Yapay zekanın kullanıldığı programatik sektörünün büyümeye devam edeceğini dile getiren RTB House Bölge Müdürü Ömer Aras, “Yapay zekanın dijital pazarlama dünyasına girmesiyle birlikte tüketicilerin satın alma davranışları çok daha fazla veriye dayanarak tahmin edilmesi fırsatı oluştu. RTB House olarak derin öğrenme metoduyla çok daha isabetli yeniden hedefleme çözümleri sunabiliyoruz. Bu sayede kullanıcılar kendilerine daha uygun reklamı gördükleri için, reklam verenler ise uygun reklamlarla daha fazla dönüş sağladıkları için memnun oluyor” dedi.

Yüzlerce küçük adım makineler tarafından analiz ediliyor

Kullanıcılar, reklam verenlerin web sitelerinde gezinirken yüzlerce küçük adım atıyorlar. RTB House tarafından geliştirilen model, kullanıcı adımlarını algılamak için derin öğrenme yönetimini kullanarak, karar verme aşamasındaki alışkanlıkları tespit ediyor. Bağlantısal veri havuzuyla birlikte RTB House’un yeni metodu, işletmelerin dönüşüm oranını tahmin etmelerine yardımcı olarak, en kısa sürede yatırım geri dönüşünün (ROI) maksimize edilmesini sağlıyor.

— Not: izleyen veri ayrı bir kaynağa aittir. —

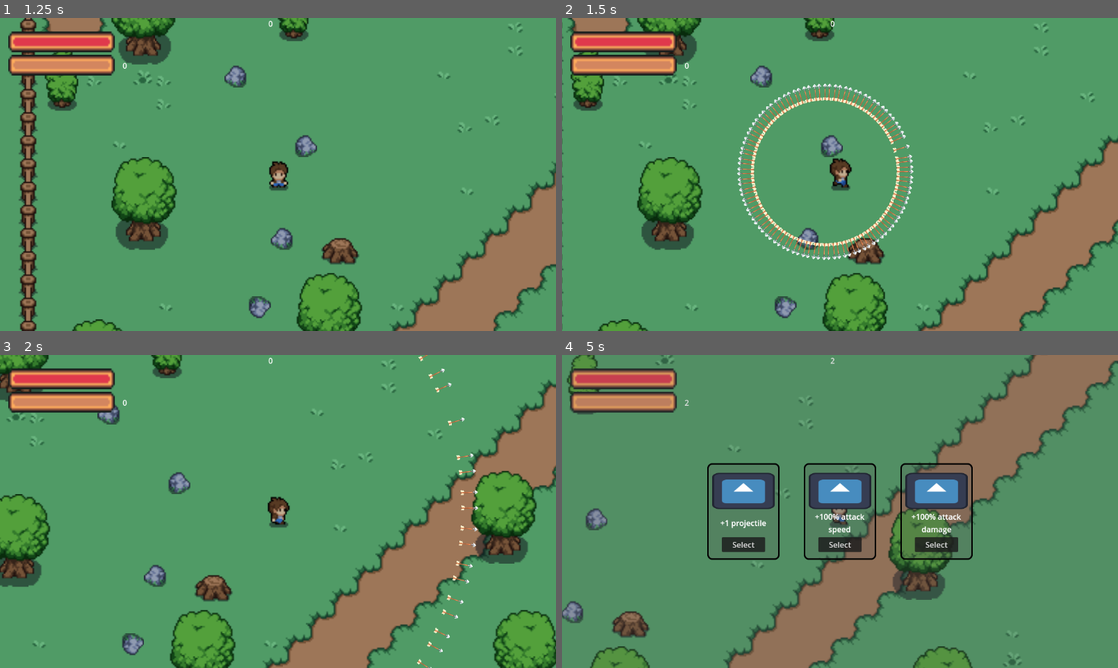
Above: before the commit, frames 1-4 (two rows, left to right).
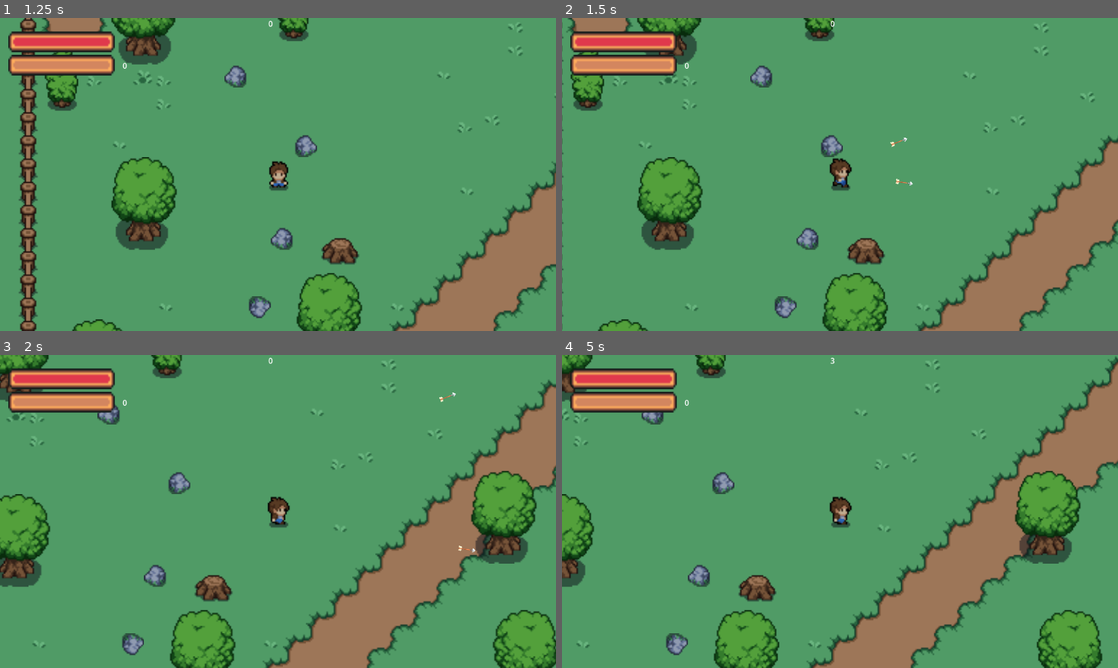
Above: after the commit, the same moments.

Repository: IgorMianowany/Manual-Vampire-Survivors
Game: Godot game, scene res://level_01.tscn
Two runs of this game, one before a commit and one after it. Both use one fixed random seed, a clock stepped at 60 frames per second and the inputs below. The engine's default icon, where the game draws it, is replaced by a stand-in: a white triangle on a blue panel in a dark square.
Inputs (mouse positions are in pixels of both pictures, inside the frame that each line leads up to):
- Up to frame 1 (1.25 s): click "Select" at 0.5 s
- Up to frame 2 (1.5 s): tap Enter at 1.25 s; move the mouse to (962, 158) at 1.27 s; press the mouse at (962, 158) at 1.28 s; hold D (move_right) from 1.28 s (still down)
- Up to frame 3 (2 s): keep holding D (move_right)
- Up to frame 4 (5 s): move the mouse to (728, 527) at 2.02 s; release D (move_right) at 2.03 s; release the mouse at (728, 527) at 2.03 s; hold W (move_down) 2.03-2.78 s; click (728, 527) at 2.1 s; move the mouse to (895, 442) at 2.77 s; press the mouse at (895, 442) at 2.78 s; hold D (move_right) 2.78-3.53 s; move the mouse to (812, 574) at 3.52 s; release the mouse at (812, 574) at 3.53 s; hold S (move_up) 3.53-4.28 s; click (812, 574) at 3.6 s; move the mouse to (1006, 558) at 4.27 s; press the mouse at (1006, 558) at 4.28 s; hold A (move_left) from 4.28 s (still down)

Frame 1 is identical in both runs. In frame 2, 2.2% of the frame differs, in the area x 31-64%, y 20-78%; in frame 3, 0.4%; in frame 4, 48%, in the area x 0-100%, y 0-100%.

Commit message:
tweaking game balance

Diff:
--- a/level_01.tscn
+++ b/level_01.tscn
@@ -953,15 +953,51 @@
 tile_set = SubResource("TileSet_x7ptb")
 
 [node name="EnemySpawn" parent="LayerHolder" node_paths=PackedStringArray("player") instance=ExtResource("27_qf16w")]
-position = Vector2(218, 253)
+position = Vector2(308, 81)
 player = NodePath("../Player")
 
 [node name="EnemySpawn2" parent="LayerHolder" node_paths=PackedStringArray("player") instance=ExtResource("27_qf16w")]
-position = Vector2(332, 347)
+position = Vector2(554, 301)
 player = NodePath("../Player")
 
 [node name="EnemySpawn3" parent="LayerHolder" node_paths=PackedStringArray("player") instance=ExtResource("27_qf16w")]
-position = Vector2(374, 234)
+position = Vector2(991, 442)
+player = NodePath("../Player")
+
+[node name="EnemySpawn9" parent="LayerHolder" node_paths=PackedStringArray("player") instance=ExtResource("27_qf16w")]
+position = Vector2(1011, 244)
+player = NodePath("../Player")
+
+[node name="EnemySpawn10" parent="LayerHolder" node_paths=PackedStringArray("player") instance=ExtResource("27_qf16w")]
+position = Vector2(937, 147)
+player = NodePath("../Player")
+
+[node name="EnemySpawn11" parent="LayerHolder" node_paths=PackedStringArray("player") instance=ExtResource("27_qf16w")]
+position = Vector2(716, 70)
+player = NodePath("../Player")
+
+[node name="EnemySpawn12" parent="LayerHolder" node_paths=PackedStringArray("player") instance=ExtResource("27_qf16w")]
+position = Vector2(444, 46)
+player = NodePath("../Player")
+
+[node name="EnemySpawn4" parent="LayerHolder" node_paths=PackedStringArray("player") instance=ExtResource("27_qf16w")]
+position = Vector2(815, 573)
+player = NodePath("../Player")
+
+[node name="EnemySpawn5" parent="LayerHolder" node_paths=PackedStringArray("player") instance=ExtResource("27_qf16w")]
+position = Vector2(543, 575)
+player = NodePath("../Player")
+
+[node name="EnemySpawn6" parent="LayerHolder" node_paths=PackedStringArray("player") instance=ExtResource("27_qf16w")]
+position = Vector2(372, 567)
+player = NodePath("../Player")
+
+[node name="EnemySpawn7" parent="LayerHolder" node_paths=PackedStringArray("player") instance=ExtResource("27_qf16w")]
+position = Vector2(217, 576)
+player = NodePath("../Player")
+
+[node name="EnemySpawn8" parent="LayerHolder" node_paths=PackedStringArray("player") instance=ExtResource("27_qf16w")]
+position = Vector2(113, 488)
 player = NodePath("../Player")
 
 [node name="UpgradeSelection" parent="LayerHolder" instance=ExtResource("28_6dm4t")]
--- a/player.tscn
+++ b/player.tscn
@@ -347,7 +347,6 @@
 [node name="Weapon" type="Node2D" parent="."]
 script = ExtResource("53_b61je")
 damage = 5.0
-projectiles = 100
 
 [node name="WeaponType" type="Node2D" parent="Weapon"]
 script = ExtResource("55_2hpdj")
--- a/scripts/bow.gd
+++ b/scripts/bow.gd
@@ -2,7 +2,7 @@
 extends WeaponType
 
 @export var attack_speed := 2
-@export var spread := 720 # make spread based on projectile number, maybe something like 30 degrees + int division of projectiles * 10, so 10 degrees for every 5 projectiles for example
+@export var spread := 30 # make spread based on projectile number, maybe something like 30 degrees + int division of projectiles * 10, so 10 degrees for every 5 projectiles for example
 var arrow_scene := preload("res://arrow.tscn")
 var rotation_change := 0
 
--- a/scripts/player_state.gd
+++ b/scripts/player_state.gd
@@ -29,7 +29,7 @@
 	if experience >= experience_threshold:
 		level += 1
 		experience = experience % experience_threshold
-		experience_threshold += 5
+		experience_threshold += 15
 		level_up.emit()
 
 func add_upgrade(upgrade : UPGRADES, upgrade_number : int):
--- a/slime.gd
+++ b/slime.gd
@@ -27,6 +27,8 @@
 
 func _ready() -> void:
 	set_as_top_level(true)
+	max_health += player.get_elapsed_time()
+	health = max_health
 
 func _physics_process(delta: float) -> void:
 	$Control/TextureProgressBar.max_value = max_health
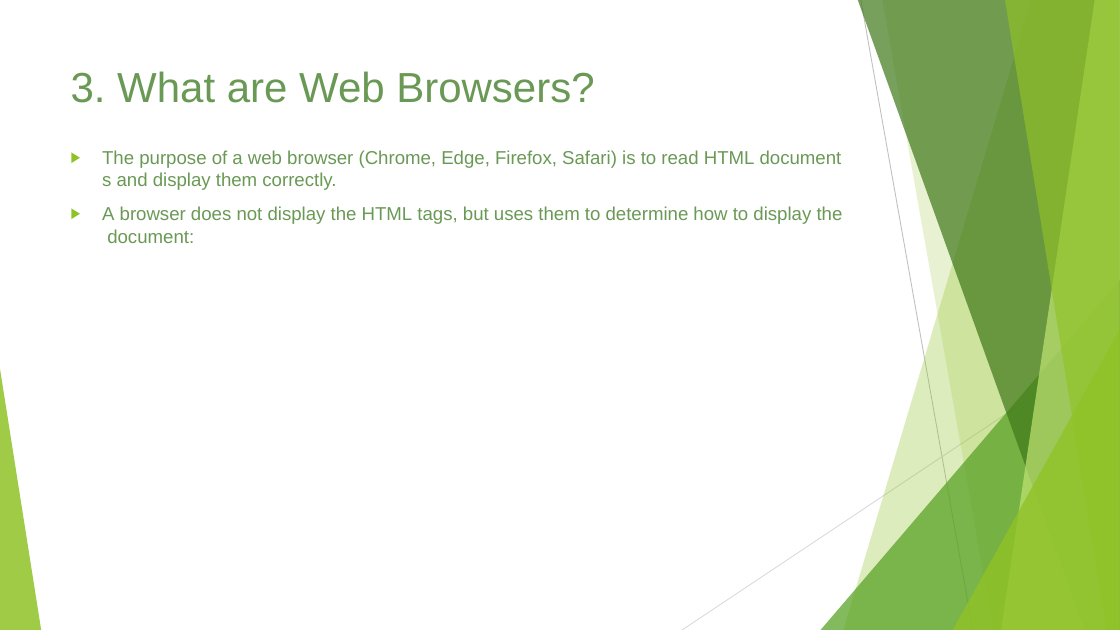
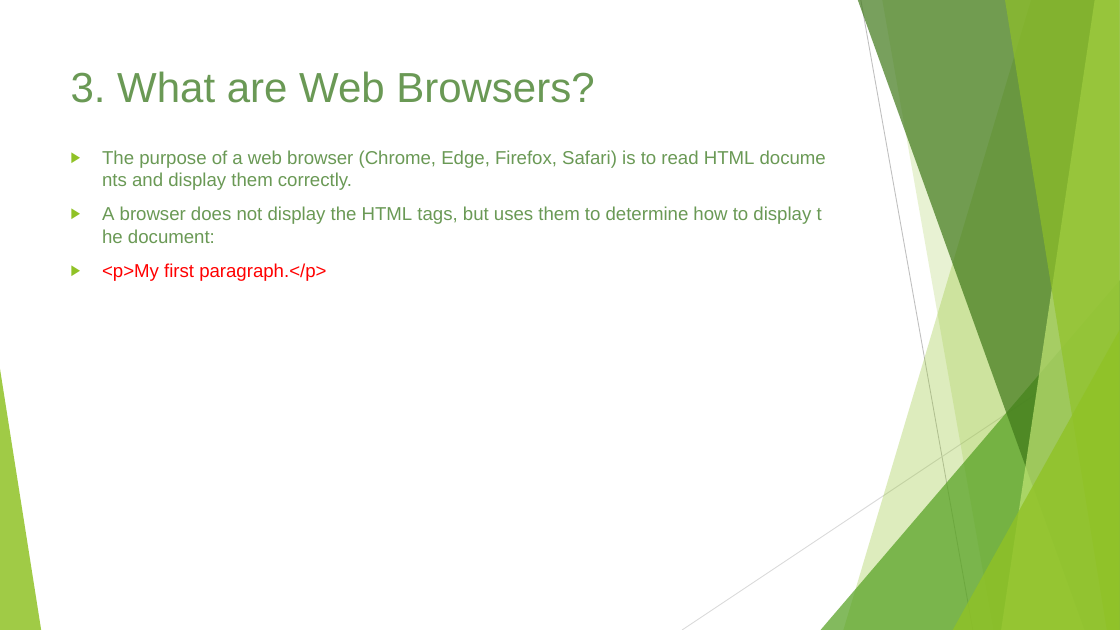
Before and after one commit to ameysawant/webdesigncourse, a slide deck: slide 5 of Web Design Course.pptx. Drawn at 1120x630 pixels with LibreOffice and Linux fonts; fonts in the diff are those of the drawing. Boxes give left, top, right and bottom in pixels: in the first picture for what was removed or moved away, otherwise in the second. Text is boxed around its words. In the diff, an @@ line names an element or a change of style, - is before the commit and + after.

```diff
--- a/Web Design Course.pptx
+++ b/Web Design Course.pptx
@@ text at (102, 263, 326, 281): paragraph added @@
+▶ <p>My first paragraph.</p>
```
Also in this commit, not shown: 5 other slides changed, 24 slides added, 6 other files.
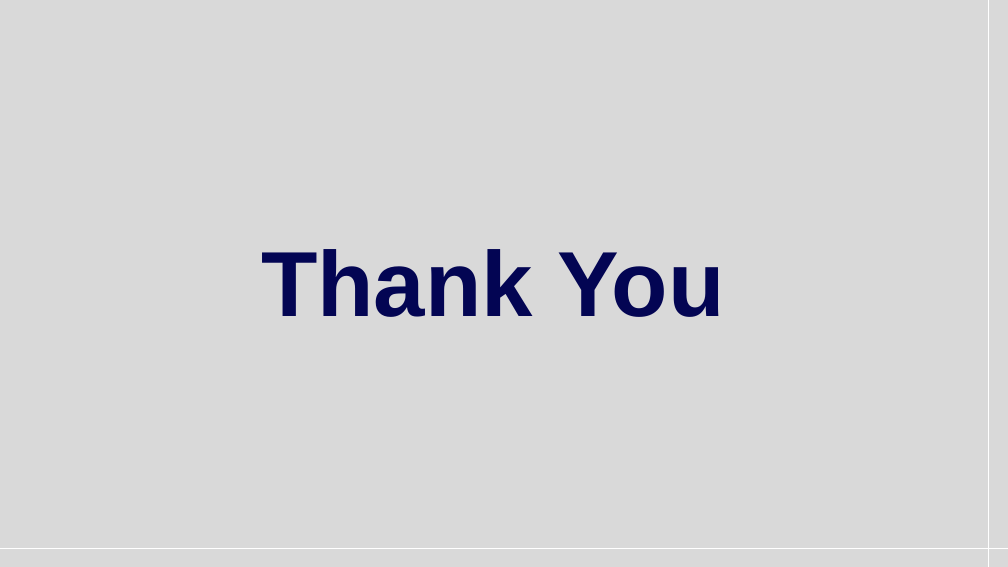
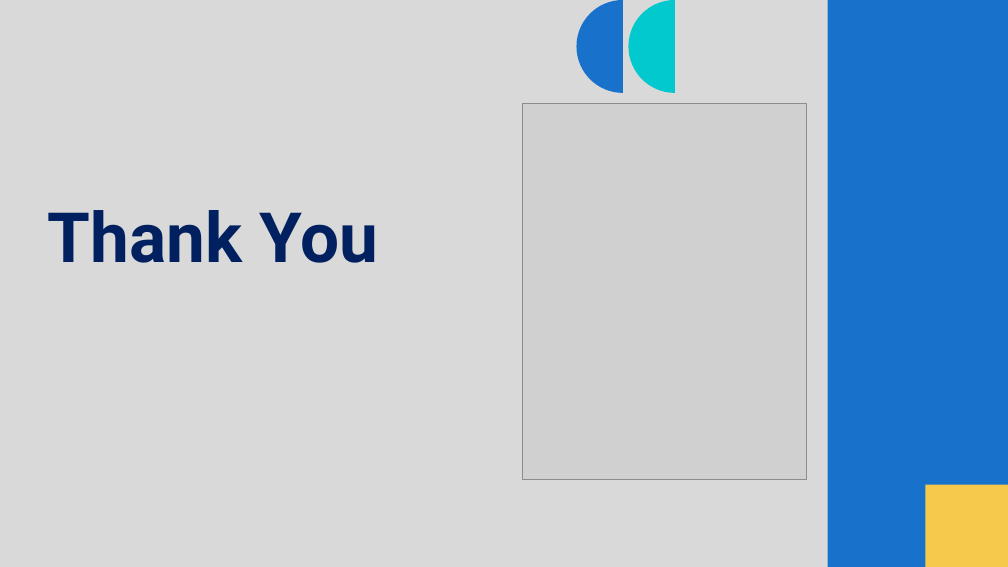
Before and after one commit to Thierry5610/CEF-440-Group-5, a slide deck: slide 17 of Task 4/Task 4.pptx (slide 24 before the commit). Drawn at 1008x567 pixels with LibreOffice and Linux fonts; fonts in the diff are those of the drawing; grey boxes stand for pictures. Boxes give left, top, right and bottom in pixels: in the first picture for what was removed or moved away, otherwise in the second. Text is boxed around its words. In the diff, an @@ line names an element or a change of style, - is before the commit and + after.

```diff
--- a/Task 4/Task 4.pptx
+++ b/Task 4/Task 4.pptx
@@ freeform shape added at (577, 0, 623, 93), fill #1871CA @@
@@ freeform shape added at (628, 0, 675, 93), fill #02C9CE @@
@@ rectangle added at (828, 0, 1008, 567), fill #1871CA @@
@@ line removed from (989, 0) to (989, 567) @@
@@ picture added at (523, 104, 807, 479) @@
@@ title "Thank You": place and size @@
-title "Thank You" at (261, 249, 724, 317)
+title "Thank You" at (48, 210, 378, 263)
@@ title "Thank You" at (48, 210, 378, 263): size 88 to 66 pt, font Arial to Roboto, text colour #030553 to #002060; alignment centre to left; vertical alignment middle to top @@
@@ rectangle added at (926, 485, 1008, 567), fill #F6C94C @@
@@ line removed from (0, 548) to (1008, 548) @@
```
Also in this commit, not shown: 3 other slides changed, 13 slides added, 20 slides removed, 4 other files.

Beynimizdeki biyolojik nöronlardan ilham alan bir matematik modelini kullanan teknoloji, herhangi bir insan uzmanlığına ihtiyaç duymaksızın tüketicilerin satın alma potansiyelini gösteren daha gerçekçi, daha zengin ve makine ile yorumlanabilir kullanıcı tanımlamalarını mümkün hale getiriyor. Dönüşüm oranı algoritmaları yalnızca tıklama verilerini toplamak ve yorumlamakla kalmıyor, kullanıcıların gezindiği teklifler, ilgilendiği kategoriler, sepete attığı ürünler ya da arama taktikleri de ele alarak her bir bireyin potansiyel satın alma sürecinin daha net bir resmini ortaya çıkarıyor.